Clouds Remain Overhead on the Charts So Expect More Chop
We got some negative technical events, though the overall data still appear neutral.
Several negative technical signals came in on Thursday, as the overall data still look neutral.
The quick and dirty: We can expect more sideways chop ahead.
Let's look under the hood:
Charts and Technicals
All index charts closed near their session midpoints, which resulted in several negative technical events:
- The S&P 500, Dow Jones, Dow Jones Transports, the mid-caps and the small-cap Russell 2000 closed below support, while the Dow Transports closed below its 50-day moving average and the Russell 2000 trend shifted from neutral to bearish.
- Only the Dow Jones is in a bullish trend with the rest neutral.
- Cumulative market breadth also weakened with the advance/decline lines for the All Exchange and Nasdaq turning bearish as the New York Stock Exchange's stayed neutral.
- The stochastic levels are mostly neutral, but the Russell's is oversold yet has not generated a bullish crossover signal so far.
The data is still largely neutral.
- The one-day McClellan overbought/oversold oscillators are neutral, except for the NYSE that is mildly oversold (All Exchange: -43.54; NYSE: -50.18; Nasdaq: -40.79).
- The percentage of S&P 500 issues trading above their 50-day moving averages -- a contrarian indicator -- slipped to 72% and is neutral after its previous warning signal early this week of 83% that, once again, demonstrated its prescience.
- Another contrarian indicator, the detrended Rydex Ratio, is unchanged to 0.96 and still neutral.
- The Open Insider Buy/Sell Ratio dipped to 46.1 and is also neutral, but saw buyers earlier in the week.
- This week’s American Association of Individual Investors Bear/Bull Ratio, a contrarian indicator, dipped to a neutral 0.58, but the number of bears declined.
- The Investors Intelligence Bear/Bull Ratio, which is also a contrarian indicator, remains neutral at 22.6/52.5, but the number of bulls rose.
- Finally, valuation does remain a concern.

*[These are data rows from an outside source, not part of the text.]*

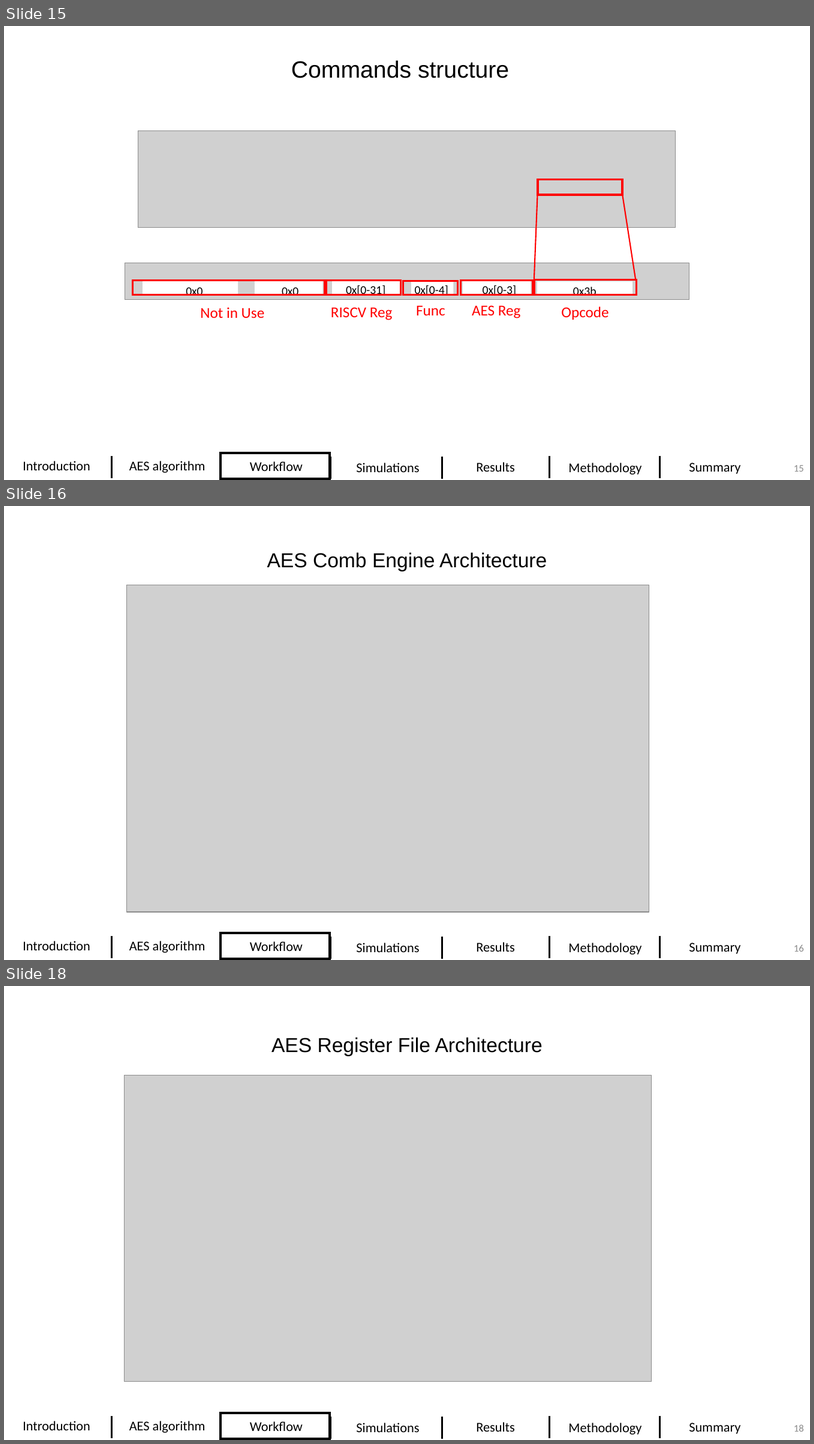
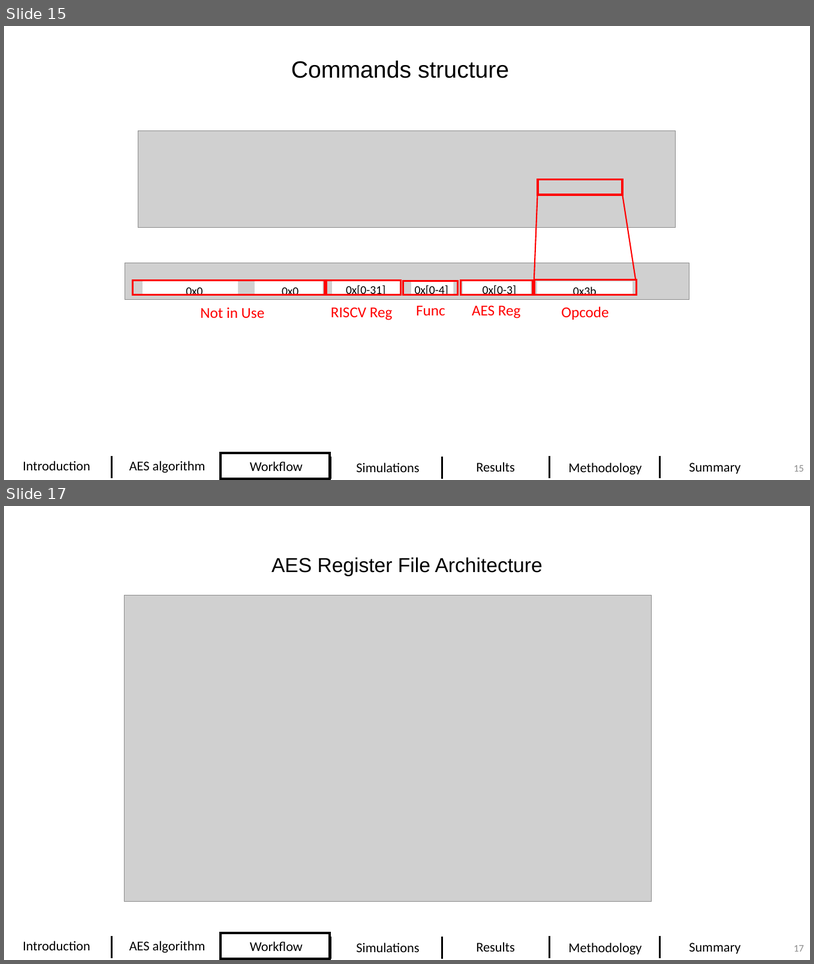
Before and after one commit to DavidDanD/PULPenix_AES, a slide deck: David and Dolev - Final Presentation5.pptx. Shown one above the other, each under a label of ours: slides 15, 16 and 18 before the commit, slides 15 and 17 after it; the slides between them are not shown. The pictures are 814x1444 and 814x964 pixels, drawn with LibreOffice and Linux fonts; fonts in the diff are those of the drawing; grey boxes stand for pictures; background and template pictures are left out. Boxes give left, top, right and bottom in pixels: in the first picture for what was removed or moved away, otherwise in the second. Text is boxed around its words. In the diff, an @@ line names an element or a change of style, - is before the commit and + after.

```diff
--- a/David and Dolev - Final Presentation5.pptx
+++ b/David and Dolev - Final Presentation5.pptx
@@ slide 16 removed at (4, 506, 810, 960), background picture (left out) @@
@@ text removed at (267, 552, 547, 571) @@
-AES Comb Engine Architecture
@@ picture removed at (127, 585, 650, 912) @@
@@ line removed from (111, 936) to (111, 958) @@
@@ line removed from (221, 936) to (221, 958) @@
@@ rectangle removed at (221, 933, 330, 958) @@
@@ line removed from (330, 936) to (330, 958) @@
@@ line removed from (442, 936) to (442, 958) @@
@@ line removed from (549, 936) to (549, 958) @@
@@ line removed from (660, 936) to (660, 958) @@
@@ text removed at (23, 940, 90, 950) @@
-Introduction
@@ text removed at (129, 940, 206, 952) @@
-AES algorithm
@@ text removed at (250, 941, 303, 951) @@
-Workflow
@@ text removed at (356, 942, 419, 952) @@
-Simulations
@@ text removed at (476, 942, 515, 951) @@
-Results
@@ text removed at (569, 942, 642, 954) @@
-Methodology
@@ text removed at (689, 942, 741, 954) @@
-Summary
@@ page number removed at (794, 945, 804, 951) @@
-16
@@ what was slide 18 is now slide 17 @@
@@ page number at (794, 945, 804, 951): text changed @@
-18
+17
```
Also in this commit, not shown: 5 slides changed, 1 other file.

The 12-month consensus earnings estimate for the S&P 500 from Bloomberg dropped to $256.32, leaving its forward price-to-earnings at 22.2 still well above the “rule of 20” ballpark fair value at 16.2. We believe this premium still presents some risk.
- Its earnings yield is 4.5%.
The Buck and Treasuries
The 10-year Treasury yield rose to 3.85% and above resistance. Support is 3.78% and new resistance at 3.86%. Its near-term trend is bullish.
The U.S. Dollar, via Dollar Index Bullish Fund (UUP) closed higher at $28.51 and above resistance. Its trend is bullish with support at $28.34 and new resistance at $28.52.
The Bottom Line
Clouds are still overhead as the chop continues.